被爆者年末お見舞い訪問の報告から
心がこもったお見舞金と編み物 訪問は気持ちを通わすひととき
2018年12月に「被爆者に年末見舞金を贈るつどい」が開かれ、そこで贈呈されたお見舞金と、東都生協組合員から届けられた手作りの膝掛けや帽子などの編み物を持って、各地区ごとにお見舞い訪問がおこなわれました。「つどい」の模様は「東友」12月号に既報ですが、要約を再掲するとともに、現在寄せられている地区からの報告を紹介します。
54回目の「被爆者に年末見舞金を贈るつどい」は2018年12月9日、東友会事務所のある平和と労働センターで開かれ、東京原水協から26人、東友会から35人が参加しました。参加者全員で原爆死没者への黙祷を捧げた後、東友会の家島昌志執行理事が原水協の厚意に感謝しながら開会の挨拶。
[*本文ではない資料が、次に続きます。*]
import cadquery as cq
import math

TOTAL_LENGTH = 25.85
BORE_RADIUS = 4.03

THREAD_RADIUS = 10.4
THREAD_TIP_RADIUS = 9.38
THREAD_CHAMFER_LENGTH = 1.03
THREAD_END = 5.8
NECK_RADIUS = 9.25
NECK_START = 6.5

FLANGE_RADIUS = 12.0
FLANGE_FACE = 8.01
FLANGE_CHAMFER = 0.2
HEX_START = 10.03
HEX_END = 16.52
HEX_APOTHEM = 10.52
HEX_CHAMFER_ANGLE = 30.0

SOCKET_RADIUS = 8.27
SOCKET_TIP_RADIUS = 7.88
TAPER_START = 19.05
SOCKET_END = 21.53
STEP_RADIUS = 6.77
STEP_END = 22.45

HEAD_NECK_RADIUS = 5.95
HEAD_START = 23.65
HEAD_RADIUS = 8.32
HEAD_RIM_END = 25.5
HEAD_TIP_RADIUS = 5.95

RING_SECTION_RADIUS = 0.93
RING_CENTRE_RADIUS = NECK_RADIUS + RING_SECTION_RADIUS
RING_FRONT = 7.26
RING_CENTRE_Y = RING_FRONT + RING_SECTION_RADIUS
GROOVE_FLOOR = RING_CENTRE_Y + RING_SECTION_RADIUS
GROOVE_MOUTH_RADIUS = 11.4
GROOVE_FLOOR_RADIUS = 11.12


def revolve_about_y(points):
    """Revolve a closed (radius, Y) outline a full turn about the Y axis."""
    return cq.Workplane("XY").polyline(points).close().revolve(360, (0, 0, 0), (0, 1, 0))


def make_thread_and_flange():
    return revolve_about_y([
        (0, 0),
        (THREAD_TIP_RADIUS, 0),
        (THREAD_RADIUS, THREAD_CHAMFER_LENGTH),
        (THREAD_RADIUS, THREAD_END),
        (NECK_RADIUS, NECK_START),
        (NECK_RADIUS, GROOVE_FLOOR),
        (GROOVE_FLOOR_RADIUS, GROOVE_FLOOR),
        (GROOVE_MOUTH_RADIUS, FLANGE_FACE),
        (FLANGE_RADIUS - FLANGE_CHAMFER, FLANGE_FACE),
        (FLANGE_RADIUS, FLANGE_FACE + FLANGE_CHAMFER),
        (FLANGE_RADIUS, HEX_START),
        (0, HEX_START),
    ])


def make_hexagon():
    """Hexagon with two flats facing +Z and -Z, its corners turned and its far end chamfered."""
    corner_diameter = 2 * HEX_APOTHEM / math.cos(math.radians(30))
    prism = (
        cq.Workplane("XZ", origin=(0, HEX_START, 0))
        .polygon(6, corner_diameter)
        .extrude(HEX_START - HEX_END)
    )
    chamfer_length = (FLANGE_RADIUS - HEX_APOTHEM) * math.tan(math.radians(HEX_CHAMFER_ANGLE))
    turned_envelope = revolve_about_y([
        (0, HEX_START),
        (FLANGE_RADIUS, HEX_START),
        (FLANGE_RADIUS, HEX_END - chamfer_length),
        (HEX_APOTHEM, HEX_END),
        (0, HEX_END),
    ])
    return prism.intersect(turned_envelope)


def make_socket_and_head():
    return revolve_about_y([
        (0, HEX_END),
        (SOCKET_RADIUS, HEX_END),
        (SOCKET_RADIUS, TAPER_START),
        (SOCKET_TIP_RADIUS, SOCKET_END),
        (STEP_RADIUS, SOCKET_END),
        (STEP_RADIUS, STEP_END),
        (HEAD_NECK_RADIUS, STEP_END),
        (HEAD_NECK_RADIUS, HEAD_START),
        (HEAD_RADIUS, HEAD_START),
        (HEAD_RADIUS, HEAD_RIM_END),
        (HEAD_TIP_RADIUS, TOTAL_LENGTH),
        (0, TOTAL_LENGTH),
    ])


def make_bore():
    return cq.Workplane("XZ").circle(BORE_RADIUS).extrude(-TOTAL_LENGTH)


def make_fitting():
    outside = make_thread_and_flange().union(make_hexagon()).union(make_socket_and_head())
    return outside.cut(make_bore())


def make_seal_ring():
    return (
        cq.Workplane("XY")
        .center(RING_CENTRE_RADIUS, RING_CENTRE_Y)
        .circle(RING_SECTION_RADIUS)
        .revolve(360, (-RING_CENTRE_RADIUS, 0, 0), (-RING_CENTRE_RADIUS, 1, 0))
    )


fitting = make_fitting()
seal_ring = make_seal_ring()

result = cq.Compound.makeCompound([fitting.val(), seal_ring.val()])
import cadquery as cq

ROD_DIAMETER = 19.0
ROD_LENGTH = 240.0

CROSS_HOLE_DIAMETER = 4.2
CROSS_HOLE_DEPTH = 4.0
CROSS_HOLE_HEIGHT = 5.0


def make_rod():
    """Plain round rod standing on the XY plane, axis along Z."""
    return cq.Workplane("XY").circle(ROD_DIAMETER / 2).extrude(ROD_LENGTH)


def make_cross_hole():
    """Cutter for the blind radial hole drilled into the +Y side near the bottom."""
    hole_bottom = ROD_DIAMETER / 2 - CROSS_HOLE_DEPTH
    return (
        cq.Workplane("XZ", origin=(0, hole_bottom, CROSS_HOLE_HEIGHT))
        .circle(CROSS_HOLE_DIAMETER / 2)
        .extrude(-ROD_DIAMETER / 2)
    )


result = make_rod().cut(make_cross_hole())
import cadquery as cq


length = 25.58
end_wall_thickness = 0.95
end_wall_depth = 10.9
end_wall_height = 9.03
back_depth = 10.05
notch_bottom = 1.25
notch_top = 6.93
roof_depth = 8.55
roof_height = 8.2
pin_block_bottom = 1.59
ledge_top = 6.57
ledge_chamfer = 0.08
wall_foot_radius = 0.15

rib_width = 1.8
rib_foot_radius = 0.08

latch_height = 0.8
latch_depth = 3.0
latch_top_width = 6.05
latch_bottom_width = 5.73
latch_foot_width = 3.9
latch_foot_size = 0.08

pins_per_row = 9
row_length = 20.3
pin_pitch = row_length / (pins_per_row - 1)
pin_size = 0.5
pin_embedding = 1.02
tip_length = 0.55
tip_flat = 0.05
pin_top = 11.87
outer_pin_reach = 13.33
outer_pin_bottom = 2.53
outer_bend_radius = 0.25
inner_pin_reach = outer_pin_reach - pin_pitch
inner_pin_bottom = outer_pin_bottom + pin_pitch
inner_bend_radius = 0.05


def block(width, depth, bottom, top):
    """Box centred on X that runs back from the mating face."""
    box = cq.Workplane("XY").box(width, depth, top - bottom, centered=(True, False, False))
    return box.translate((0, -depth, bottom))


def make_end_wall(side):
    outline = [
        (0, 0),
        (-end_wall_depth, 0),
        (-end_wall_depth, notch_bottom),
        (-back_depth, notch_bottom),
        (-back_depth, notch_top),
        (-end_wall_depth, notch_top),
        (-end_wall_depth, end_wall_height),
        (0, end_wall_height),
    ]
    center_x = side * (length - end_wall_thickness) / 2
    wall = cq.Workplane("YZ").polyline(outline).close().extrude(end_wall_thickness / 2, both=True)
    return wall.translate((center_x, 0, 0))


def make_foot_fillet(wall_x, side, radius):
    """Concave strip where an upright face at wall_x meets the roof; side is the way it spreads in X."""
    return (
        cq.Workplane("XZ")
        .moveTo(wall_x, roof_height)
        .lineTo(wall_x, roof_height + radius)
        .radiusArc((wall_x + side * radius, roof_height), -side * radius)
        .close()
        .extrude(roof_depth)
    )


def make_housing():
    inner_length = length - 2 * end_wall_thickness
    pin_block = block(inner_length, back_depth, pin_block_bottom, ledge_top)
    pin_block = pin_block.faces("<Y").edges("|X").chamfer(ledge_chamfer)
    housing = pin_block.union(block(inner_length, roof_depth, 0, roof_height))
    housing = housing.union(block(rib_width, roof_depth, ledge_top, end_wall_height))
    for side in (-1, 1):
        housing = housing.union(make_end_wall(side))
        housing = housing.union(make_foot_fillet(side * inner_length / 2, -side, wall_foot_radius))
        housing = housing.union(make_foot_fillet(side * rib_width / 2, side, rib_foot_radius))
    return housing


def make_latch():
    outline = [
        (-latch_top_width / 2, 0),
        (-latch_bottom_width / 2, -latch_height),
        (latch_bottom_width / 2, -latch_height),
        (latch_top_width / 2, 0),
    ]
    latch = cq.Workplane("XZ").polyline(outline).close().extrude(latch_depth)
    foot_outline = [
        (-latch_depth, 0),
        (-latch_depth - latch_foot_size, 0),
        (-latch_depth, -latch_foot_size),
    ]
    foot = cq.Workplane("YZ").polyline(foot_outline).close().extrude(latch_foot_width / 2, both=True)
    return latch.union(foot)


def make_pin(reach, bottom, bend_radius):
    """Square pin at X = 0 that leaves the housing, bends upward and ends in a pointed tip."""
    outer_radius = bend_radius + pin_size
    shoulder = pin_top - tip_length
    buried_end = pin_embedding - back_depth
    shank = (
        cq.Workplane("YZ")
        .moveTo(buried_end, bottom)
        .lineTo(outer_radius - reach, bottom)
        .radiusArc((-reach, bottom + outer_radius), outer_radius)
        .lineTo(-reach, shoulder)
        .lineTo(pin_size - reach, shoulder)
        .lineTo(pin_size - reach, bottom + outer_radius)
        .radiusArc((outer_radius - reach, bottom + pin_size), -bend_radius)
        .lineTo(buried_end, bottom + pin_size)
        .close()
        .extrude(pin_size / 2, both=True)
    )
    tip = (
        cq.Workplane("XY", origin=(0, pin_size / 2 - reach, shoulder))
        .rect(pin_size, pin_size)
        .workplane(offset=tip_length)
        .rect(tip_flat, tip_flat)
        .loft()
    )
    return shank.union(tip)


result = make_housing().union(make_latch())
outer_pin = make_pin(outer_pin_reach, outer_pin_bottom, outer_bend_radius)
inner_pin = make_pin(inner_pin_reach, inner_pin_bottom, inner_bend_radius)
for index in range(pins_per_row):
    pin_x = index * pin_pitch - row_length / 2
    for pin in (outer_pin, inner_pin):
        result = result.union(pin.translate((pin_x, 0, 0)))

東京原水協の柴田桂馬代表理事は、1960年の原水禁世界大会で原爆が投下された6日と9日を毎月被爆者救援と原水爆禁止をめざす行動日とすることが提唱され、4年後から被爆者への年末見舞が始まったことなどを詳しく紹介しました。
東友会からは、豊島区で40年近く年末見舞いを届けている東友会執行理事の山田玲子さんが、見舞金を受ける被爆者への対応や苦労話などを姿が見えるように紹介し、参加者の感動を呼びました。
その後、東京原水協の橋本博代表理事から東友会の山田執行理事に見舞金の目録が手渡されました。2019年の年末見舞金は30区市の被爆者166人に一人3000円ずつ届けられます。これまで見舞金を受けた被爆者は1万1116人、総額は3368万2000円にのぼります。
地区からの訪問報告(訪問日付順)
中野
東京原水協の皆さんから被爆者への貴重な浄財である年末お見舞金。今回は12月13日、中野長広会の役員3人と中野原水協の事務局長で、8人の高齢会員や要介護の会員を訪ねてお渡ししました。
人数は限られますが、年末のお見舞訪問は数少ない貴重な交流の機会でもあり、無事な姿を確認し合い、良き新年を迎えられるように励まし合うひと時を過ごしました。(家島昌志)
武蔵野
12月17日、武蔵野けやき会から2人、武蔵野原水協から2人の計4人が参加し、年末見舞金を届けました。
介護施設に入所している一人の女性は、言葉は少々不自由ながらおだやかなお顔で、送ってこられた人生の様子がうかがわれました。90歳の男性は、これから麻雀をしにいくところだと元気に出迎えてくれ、83歳のこちらがたじろぐほどでした。もう一人の女性は、被爆の体験談を玄関口で長々と話されました。
今回訪問した4人の方がたは、人生の途中で被爆というとんでもない災難に遭ったとはいえ、現在は前向きに過ごしておられ、その姿に訪問した側が勇気づけられた思いでした。(梅岡功)
練馬
12月21日から23日にかけて、被爆者練馬の会から5人が参加し、82歳から91歳までの5人を訪問しました。
一人はがんで入院中でしたが一時退院しておられたところを訪問し、お見舞いすることができました。練馬の会の役員を長くつとめられた91歳の女性は、お元気そうに見え安心。ご本人は自分のことより被爆二世のこれからを心配なさっていました。一人暮らしの男性は、がんの治療中とのことでしたが、明るく歓談のひと時を持つことができました。(綿平敬三)
江戸川
12月22日、江戸川親江会から7人、江戸川原水協から7人が参加し、班に分かれて年末見舞金を届けました。
訪問先の被爆者は79歳から101歳までの15人。以前、親江会の役員をしていた女性は、心臓が悪く精神的にも弱っておられましたが、お見舞い訪問と「膝掛け」の贈り物をとても喜んでくださいました。ホームに入っている要介護度5の男性は、8月の式典に参加した原水協の人が「広島は暑かった」と話すと泣き出されました。姉を原爆で亡くすなど深い悲しみを抱えてこられたそうです。